The total addressable market for legal services globally is set to rally after the pandemic, going from $952m in 2021 to $1.4t in 2030. The adoption of technologies like Artificial intelligence (AI) and natural language processing (NLP), and robotic process automation (RPA) has already been transforming the market, providing legal services at a much cheaper, efficient and with higher quality standards. In 2020, the global legal tech market was valued at $17.6b, with the market expected to increase to $25b in 2025.
I believe that Generative AI will play an important role in improving effectiveness across the industry but also for non-lawyers and business owners who need to understand contracts. This creates a total addressable market for legal tech services way beyond current market projections.
Another way to look at TAM is by total number of employees. Just in the United States, the number of employees in legal occupations is 1.18m in 2021, with an average annual wage of $113,000. This represents more than $130b in wages. Higher productivity driven by the application of Generative AI will have a relevant impact on this figure going forward.
Examples of use cases include using Generative AI technology to automatically draft legal documents that will follow case law and precedents, use intelligent search engine that overcomes the limitations of keyword search to identify legal concepts, translating legal text to plain English, extracting and classifying data from any legal document, automatically filling standard legal documents, among others. Casetext is a company that is applying this technology and can automate critical legal research tasks and fundamental elements of litigation, which has the potential to save attorneys a significant number of hours in research.
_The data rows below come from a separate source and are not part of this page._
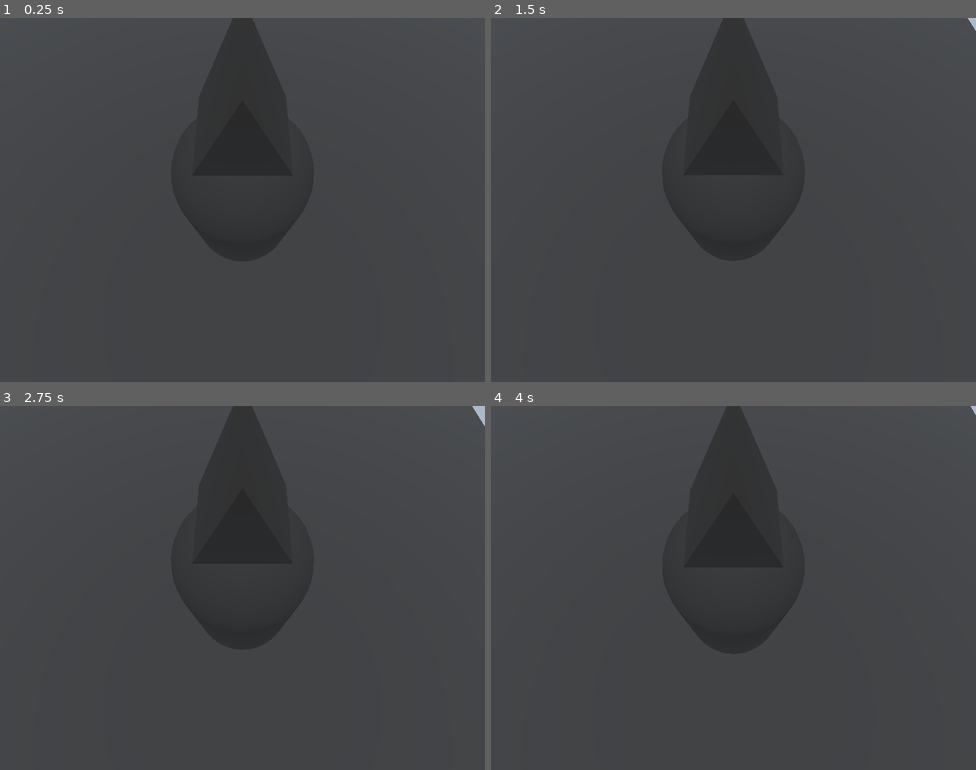
Above: before the commit, frames 1-4 (two rows, left to right).
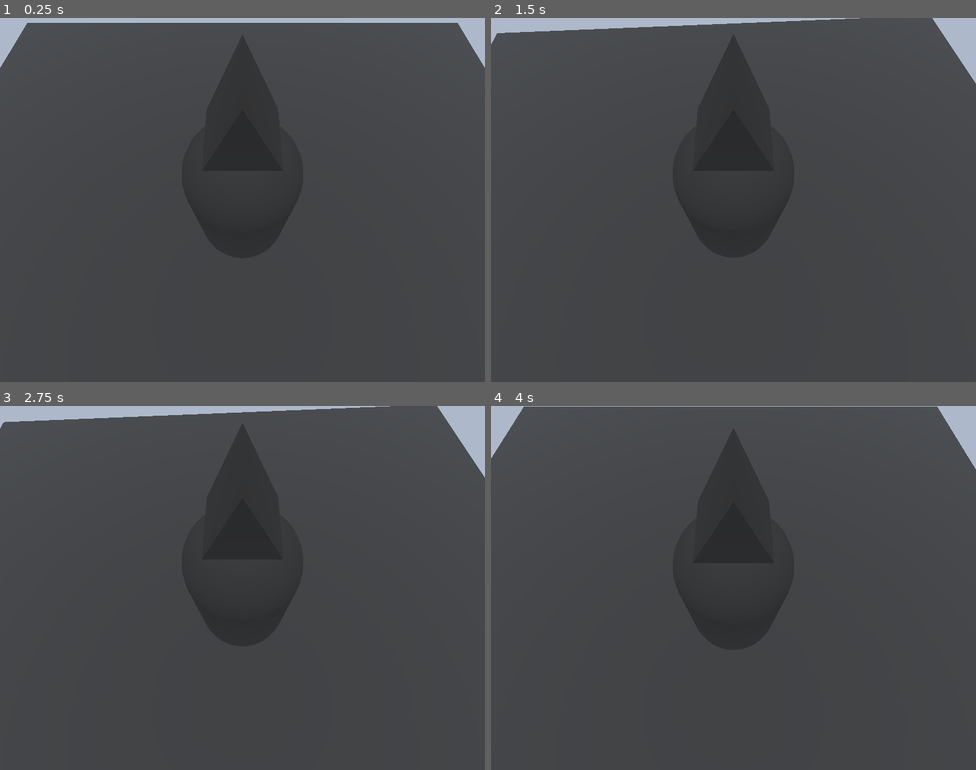
Above: after the commit, the same moments.

Repository: funhouse-ghoul/ChopShop
Game: Godot game, scene res://PrototypeScenes/FHGCS1.tscn
Two runs of this game, one before a commit and one after it. Both use one fixed random seed, a clock stepped at 60 frames per second and the inputs below.
Inputs:
- Up to frame 1 (0.25 s): no input
- Up to frame 2 (1.5 s): tap Enter at 0.5 s; tap Right (io+r) at 0.6 s; tap Space at 1.25 s; tap W (io+x) at 1.35 s
- Up to frame 3 (2.75 s): tap Enter at 2 s; tap D (io+y) at 2.1 s
- Up to frame 4 (4 s): tap Space at 2.75 s; tap Left (io-r) at 2.85 s; tap Enter at 3.5 s; hold S (io-x) from 3.53 s (still down)

The runs differ from the first frame. In frame 1, 2.5% of the frame differs, in the area x 0-100%, y 0-14%; in frame 2, 2.9%; in frame 3, 3.1%, in the area x 0-100%, y 0-20%; in frame 4, 1.8%.

Commit message:
cleaning up code before starting work

Diff:
--- a/Prefabs/caver.tscn
+++ b/Prefabs/caver.tscn
@@ -9,10 +9,13 @@
 radius = 3.5
 height = 10.0
 
+[sub_resource type="SphereShape3D" id="SphereShape3D_kgtat"]
+radius = 5.0
+
 [node name="Caver" unique_id=825253521 instance=ExtResource("1_o77wn")]
 
 [node name="PlayerSpringArm" parent="." index="2" unique_id=912092479]
-transform = Transform3D(0.99999994, 0, 0, 0, 1, 0, 0, 0, 0.99999994, 0, 2.0524967, -1.7835916)
+transform = Transform3D(0.99999994, 0, 0, 0, 1, 0, 0, 0, 0.99999994, 0, 2.25, -2)
 
 [node name="HeadMesh" type="MeshInstance3D" parent="." index="3" unique_id=775236689]
 transform = Transform3D(0.5, 0, 0, 0, 0.5, 0, 0, 0, 0.5, 0, 1.2439694, 0)
@@ -29,3 +32,10 @@
 [node name="CollisionShape3D" type="CollisionShape3D" parent="HeadMesh/Vision" index="0" unique_id=1655183957]
 transform = Transform3D(1, 0, 0, 0, -4.371139e-08, -1, 0, 1, -4.371139e-08, 0, -1.7736216, 4.9823)
 shape = SubResource("CapsuleShape3D_kgtat")
+
+[node name="SpacAware" type="Area3D" parent="HeadMesh" index="2" unique_id=433060464]
+transform = Transform3D(1, 0, 0, 0, 1, 0, 0, 0, 1, 0, -2.458331, 0)
+
+[node name="CollisionShape3D" type="CollisionShape3D" parent="HeadMesh/SpacAware" index="0" unique_id=902912294]
+transform = Transform3D(1, 0, 0, 0, -4.371139e-08, -1, 0, 1, -4.371139e-08, 0, 0, 0)
+shape = SubResource("SphereShape3D_kgtat")
--- a/Prefabs/player_character.tscn
+++ b/Prefabs/player_character.tscn
@@ -17,4 +17,4 @@
 shape = SubResource("CapsuleShape3D_kgtat")
 
 [node name="PlayerSpringArm" type="SpringArm3D" parent="." unique_id=912092479]
-transform = Transform3D(1, 0, 0, 0, 1, 0, 0, 0, 1, 0, 1.9199412, -2.393285)
+transform = Transform3D(1, 0, 0, 0, 1, 0, 0, 0, 1, 0, 2.25, -2)
--- a/Scripts/PlayerView.gd
+++ b/Scripts/PlayerView.gd
@@ -55,8 +55,9 @@
 	enemies.erase(enemy)
 	print(enemies)
 
+
+#Points camera ad middle distance between several focus points and player
 #Relies on enemies list
-#Points camera ad middle distance between several focus points and player
 func multifocus():
 	var rel_en_pos = player.position
 	for en in enemies:

Web & Mobile Development TAM
Finally, Generative AI will have a tremendous impact is web and mobile development. The evolution of AI to be able to generate functional code has given rise to no-code platforms that lowered the barrier to entry for web development, making it possible for anyone to create a website or an app. Debuild for example is a Generative AI-powered low-code tool that helps you build web apps incredibly fast and it is creating an autonomous system that can write software at the level of skilled engineers.
Today in the United States there are a total of 400,000 employees in this $185b sector, with a higher concentration on app vs. web development. Globally this market is around 4x larger, and with the increase of e-commerce penetration and adoption of smartphones demand for apps is expected to pose a high growth in the coming years, making the market even bigger. In 2021 a total of 221 billion apps were downloaded worldwide, this number is expected to reach 307B in 2025, a CAGR of 8.7%.
Just the beginning
The future of Generative AI doesn’t end here. The applications and examples that I described above are just a small sliver of what’s possible in this new probabilistic world.
I recently attended TransformX, a conference about AI. Greg Brockman, CEO of OpenAI, and ScaleAI CEO, Alexandr Wang brought up a point about this technology and where it is in the hype cycle. They pointed out that after all, maybe Web3 isn’t about decentralization, maybe Web3 is AI.
Whether the future of the internet is one that’s decentralized or one enabled by AI, Right Brain AI has the potential to empower people and will change the way we interact with machines.